Thursday, 25 November 2010

Please pooh-pooh "poo"!

Poo, or pooh, is a perfectly acceptable interjection expressing contempt. It dates from the late 16th Century. In the last decade, though, the word poo has come to be used almost exclusively as a synonym for defecation. As such it is priggish nursery-talk and to the nursery it should be banished. I blame all this pooing on those women journalists who write weekly columns in the national press. Their angst-ridden outpourings, usually dreamt up in bespoke home offices on the mean streets of Notting bloody Hill, are concerned mostly with the horrors of soiled nappies and with the unreliability of Bulgarian au pairs. Thanks to these hacks and their puritanical papers, the steady proliferation of the piss-poor poo word has continued unabated.
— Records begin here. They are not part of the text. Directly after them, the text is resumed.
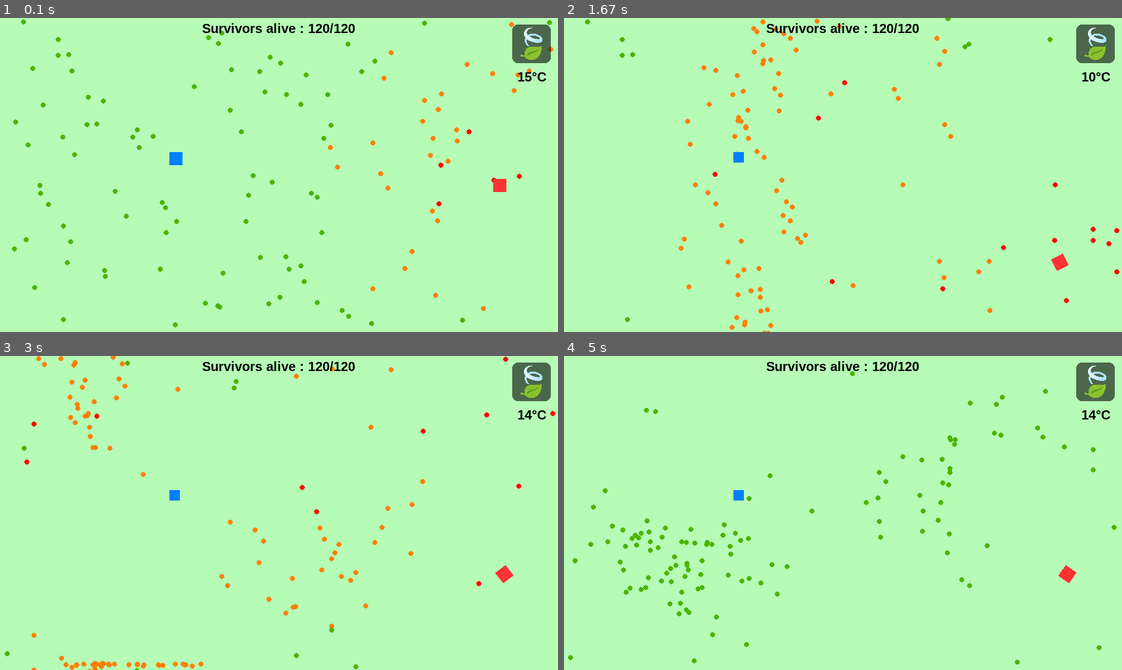
Above: before the commit, frames 1-4 (two rows, left to right).
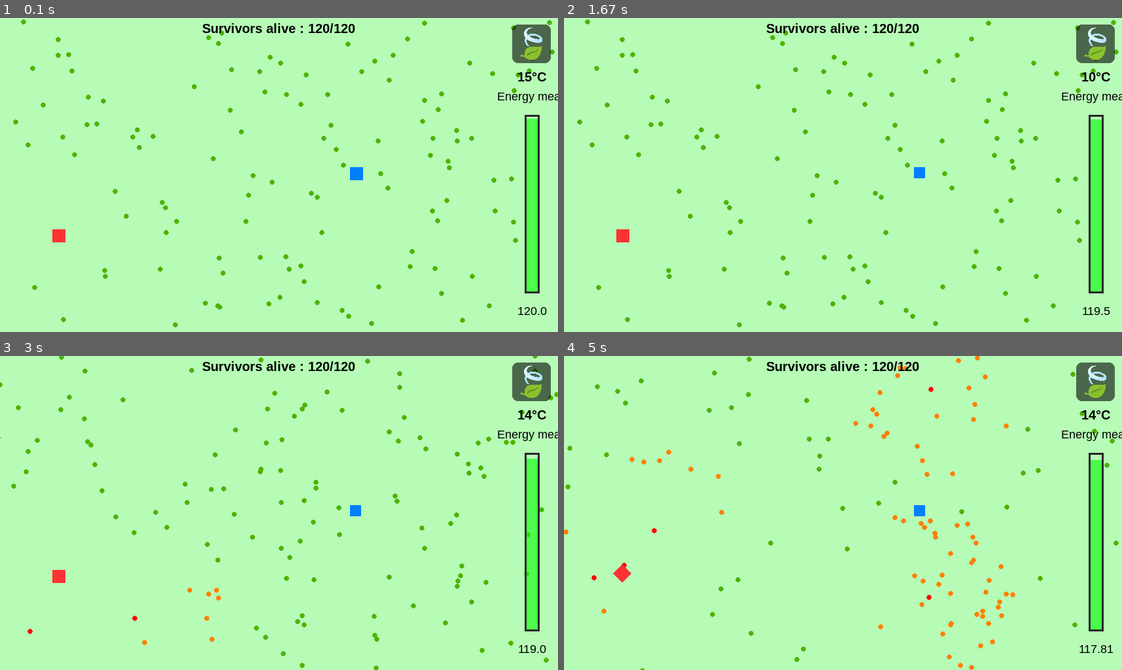
Above: after the commit, the same moments.

Repository: Kartmaan/survival-simulator
Game: pygame game, started from survivor_sim.py
Two runs of this game, one before a commit and one after it. Both use one fixed random seed, a clock stepped at 60 frames per second and the inputs below.
Inputs:
- Up to frame 1 (0.1 s): no input
- Up to frame 2 (1.67 s): no input
- Up to frame 3 (3 s): no input
- Up to frame 4 (5 s): no input

The runs differ from the first frame. In frame 1, 2.8% of the frame differs, in the area x 2-100%, y 1-95%; in frame 2, 4.3%; in frame 3, 4.3%; in frame 4, 4.5%, in the area x 0-100%, y 0-100%.

Commit message:
Energy mean gauge on HUD

Diff:
--- a/src/interface.py
+++ b/src/interface.py
@@ -5,6 +5,7 @@
 from pygame.math import Vector2
 
 from src.pygame_options import screen
+from src.utils import get_distance, get_center
 from src.style import colors, print_on_screen
 from src.survivor import Survivor
 from src.world import Watcher, Climate
@@ -111,7 +112,10 @@
 
 class Hud:
     """
-
+    Class representing the simulation interface.
+
+    This class is responsible for displaying visual information on the screen, such as weather conditions and survivor
+    statistics.
     """
     def __init__(self):
         # -------------------------------------------------------------------
@@ -119,13 +123,15 @@
         # -------------------------------------------------------------------
         self.screen_width = screen.width
         self.screen_height = screen.height
-
+        # ===================================================================
+        #                             CLIMATE
+        # ===================================================================
         # -------------------------------------------------------------------
         #                          CLIMATE SLOT
         # -------------------------------------------------------------------
         self.climate_slot_path: str = os.path.join("assets", 'hud', "climate_slot.png")
         self.climate_slot_image: pygame.Surface = pygame.image.load(self.climate_slot_path)
-        self.climate_slot_image.set_alpha(150)
+        self.climate_slot_image.set_alpha(150) # Opacity
 
         self.climate_slot_pos: Vector2 = Vector2(0, 0)
         self.climate_slot_screen_ratio = 0.07
@@ -147,10 +153,34 @@
         self.hot_climate_path: str = os.path.join("assets", 'hud', "hot.png")
         self.hot_climate_image: pygame.Surface = pygame.image.load(self.hot_climate_path)
 
+        # Climate images size
         self.climate_image_pos: Vector2 = Vector2(0, 0)
         self.climate_image_slot_ratio = 0.9
-        self.climate_image_size = 1
+        self.climate_image_size: Optional[float] = None
         self.current_climate_image: pygame.Surface = self.temperate_climate_image
+        # -------------------------------------------------------------------
+        #                        ENERGY MEAN GAUGE
+        # -------------------------------------------------------------------
+        # Colors
+        self.frame_color = colors["GAUGE_FRAME"]
+        self.start_color = colors["GAUGE_START"]
+        self.end_color = colors["GAUGE_END"]
+        self.gauge_alpha: int = 150 # Opacity
+
+        # Position
+        self.gauge_pos: Optional[Vector2] = None
+
+        # Sizes
+        self.gauge_height_ratio: float = 0.7
+        self.gauge_height: float = self.screen_height * self.gauge_height_ratio
+        self.gauge_width_ratio: float = 0.4
+        self.gauge_width: Optional[float] = self.climate_slot_edge * self.gauge_width_ratio
+        self.frame_thickness = 3
+
+        # Values
+        self.current_value: Optional[float] = None
+        self.max_value: Optional[float] = None
+
         # -------------------------------------------------------------------
         #                              TEXT
         # -------------------------------------------------------------------
@@ -163,12 +193,94 @@
         # -------------------------------------------------------------------
         self.current_climate: Climate = Climate.TEMPERATE
         self.watcher: Optional[Watcher] = None
+        self.survivor_zero: Survivor = Survivor(0, 0)
 
         # -------------------------------------------------------------------
         #                       SCALING & POSITIONING
         # -------------------------------------------------------------------
+        # Scaling and positioning of all elements except the gauge.
         self.scaling()
         self.positioning()
+
+        # The gauge is scaled and positioned after the other HUD elements, since it uses the position of the climate
+        # slot after its scaling and positioning.
+        self.gauge_scaling()
+        self.gauge_positioning()
+
+    def interpolate_gauge_color(self, ratio:float) -> tuple[int, int, int, int]:
+        """
+        Interpole between two colors based on ratio.
+        ratio = 1 → start color.
+        ratio = 0 → end color.
+
+        The gauge is colored 'self.start_color' when the measured value is at its maximum, and changes to
+        'self.end_color' by gradient as the value decreases.
+
+        Returns:
+            tuple: Adjusted color + alpha value
+        """
+        r = int(self.start_color[0] * ratio + self.end_color[0] * (1 - ratio))
+        g = int(self.start_color[1] * ratio + self.end_color[1] * (1 - ratio))
+        b = int(self.start_color[2] * ratio + self.end_color[2] * (1 - ratio))
+
+        return r, g, b, self.gauge_alpha
+
+    def gauge_scaling(self):
+        """
+        Scales gauge.
+
+        - Gauge width is a fraction of the width of 'climate_slot' (which has already been scaled and positioned).
+        - Gauge height is a fraction of the distance from the temperature text position to the bottom of the window.
+        """
+        # y distance between temperature txt and screen bottom
+        temp_to_bottom_dist = get_distance(self.txt_temperature_pos, Vector2(self.txt_temperature_pos.x, screen.height))
+        self.gauge_height = temp_to_bottom_dist * self.gauge_height_ratio
+        self.gauge_width = self.climate_slot_edge * self.gauge_width_ratio
+
+    def gauge_positioning(self):
+        """
+        Gauge positioning.
+
+        The center of the gauge is positioned at the midpoint between the temperature text and the bottom of the screen.
+        """
+        # Midpoint between temperature text and bottom screen
+        middle = get_center(self.txt_temperature_pos, Vector2(self.txt_temperature_pos.x, screen.height))
+
+        x = middle.x - self.gauge_width // 2
+        y = middle.y - self.gauge_height // 2
+        self.gauge_pos = Vector2(x, y)
+
+    def draw_gauge(self, value: float, max_value: int):
+        """
+        Draws gauge on screen.
+
+        Args:
+            value (float): Value to be displayed on the gauge
+            max_value (float): Maximum value of the 'value' argument. Used to adjust gauge progression.
+        """
+        # Size and position recovery
+        x = self.gauge_pos.x
+        y = self.gauge_pos.y
+        width = self.gauge_width
+        height = self.gauge_height
+
+        # Creating the surface on which the gauge will be drawn
+        fill_surface = pygame.Surface((width, height), pygame.SRCALPHA)
+
+        # Gauge height adjustment based on current value and max. value
+        fill_height = int((value / max_value) * (height - self.frame_thickness * 2))
+
+        # Gauge color adjusts to current value, proportional to max. value
+        fill_color = self.interpolate_gauge_color(value / max_value)
+
+        # Drawing of gauge at height adjusted to current value
+        pygame.draw.rect(fill_surface, fill_color, (0, height - fill_height, width, fill_height))
+
+        # Gauge display
+        screen.blit(fill_surface, (x, y))
+
+        # Drawing gauge frame displayed over it
+        pygame.draw.rect(screen, self.frame_color, (x, y, width, height), self.frame_thickness)
 
     def scaling(self):
         """
@@ -218,7 +330,7 @@
         self.climate_image_pos = Vector2(climate_x, climate_y)
 
         # -------------------------------------------------------------------
-        #                       TEXT POSITIONING
+        #                        TEXT POSITIONING
         # -------------------------------------------------------------------
         # TEMPERATURE TEXT
         # The temperature display is positioned under the climate slot.
@@ -275,7 +387,29 @@
         print_on_screen(screen, self.txt_survivors_alive_pos, txt=txt, font_size=20, bold=True)
 
         # -------------------------------------------------------------------
-        #                         SHOW EVERYTHING
+        #                         SHOW CLIMATE SLOT
         # -------------------------------------------------------------------
         screen.blit(self.climate_slot_image, self.climate_slot_pos)
         screen.blit(self.current_climate_image, self.climate_image_pos)
+
+        # -------------------------------------------------------------------
+        #                            SHOW GAUGE
+        # -------------------------------------------------------------------
+        # Gauge title txt
+        offset_from_gauge_top = 40
+        title_pos_x = (self.gauge_pos.x + self.gauge_width // 2)
+        title_pos_y = (self.gauge_pos.y + self.gauge_width // 2) - offset_from_gauge_top
+        title_pos = Vector2(title_pos_x, title_pos_y)
+
+        print_on_screen(screen, title_pos, txt="Energy mean", font_size=18)
+
+        # Gauge value txt
+        offset_from_gauge_bottom = 25
+        value_pos_x = title_pos_x
+        value_pos_y = (self.gauge_pos.y + self.gauge_height) + offset_from_gauge_bottom
+        value_pos = Vector2(value_pos_x, value_pos_y)
+
+        print_on_screen(screen, value_pos, txt=f"{round(self.watcher.energy_mean, 2)}", font_size=18)
+
+        # Show gauge
+        self.draw_gauge(self.watcher.energy_mean, self.survivor_zero.energy_default)
--- a/src/style.py
+++ b/src/style.py
@@ -58,12 +58,15 @@
     "DANGER" : [255, 51, 51, 255], # ALPHA
 
     # -------------------------------------------------------------------
-    #                        INTERFACE COLORS
+    #                        INTERFACE / HUD COLORS
     # -------------------------------------------------------------------
     # Colors in the final simulation interface.
 
     "INTERFACE" : [176,224,230],
-    "SHOWCASE" : [240,255,240]
+    "SHOWCASE" : [240,255,240],
+    "GAUGE_FRAME" : [40, 40, 40],
+    "GAUGE_START" : [0, 255, 0],
+    "GAUGE_END" : [15, 15, 15]
 }
 
 def print_on_screen(screen: pygame.Surface, pos: Vector2 = Vector2(0, 0), ref_pos: str = "center", bold: bool = False,
--- a/src/survivor.py
+++ b/src/survivor.py
@@ -101,7 +101,7 @@
         self.survivor_radius_showcase = self.survivor_radius_default * 5
 
         # Sensory radius
-        self.sensory_radius_default = self.survivor_radius * 20
+        self.sensory_radius_default = self.survivor_radius * 15
         self.sensory_radius = self.survivor_radius_default
 
         # -------------------------------------------------------------------
--- a/src/utils.py
+++ b/src/utils.py
@@ -17,6 +17,20 @@
   #distance = np.linalg.norm(np.array(p2) - np.array(p1))
   distance = p1.distance_to(p2)
   return distance
+
+def get_center(p1: Vector2, p2: Vector2) -> Vector2:
+    """
+    Returns the midpoint between two coordinates.
+
+    Args:
+        p1 (Vector2): First coordinates.
+        p2 (Vector2): Second coordinates.
+
+    Returns:
+        Vector2 : Midpoint coordinates.
+    """
+    center = (p1 + p2) / 2
+    return center
 
 def current_time() -> float:
     """Returns the number of seconds since Pygame was
--- a/survivor_sim.py
+++ b/survivor_sim.py
@@ -64,10 +64,11 @@
 # ===================================================================
 # The Danger is placed first, as its position will determine that of
 # Food. We make sure it's far enough from the edges of the surface so
-# that its attack animations are visible.
-
+# that its attack animations are visible. We also make sure that the
+# Danger is far enough away from the right side of the window, which
+# contains the HUD.
 danger_zero = Danger(0, 0)  # Danger model (not displayed)
-danger = Danger(np.random.randint(danger_zero.edge*3, WIDTH - danger_zero.edge*3),
+danger = Danger(np.random.randint(danger_zero.edge*3, WIDTH - danger_zero.edge*10),
                 np.random.randint(danger_zero.edge*3, HEIGHT - danger_zero.edge*3))
 
 # ===================================================================

Two perfectly good colloquialisms meaning faeces spring immediately to mind. We borrowed 'shit' from one of the old Teutonic languages a good 500 years ago and 'crap' has been appearing in print since 1780 and probably earlier. Consult Mr Roget (he was English-born and the remoteness of his Swiss ancestry makes a "Monsieur" unnecessary) and you will find several other synonyms but no 'poo'.

Let's try to stop using the prudishly prissy 'poo' and revert to good old Old English.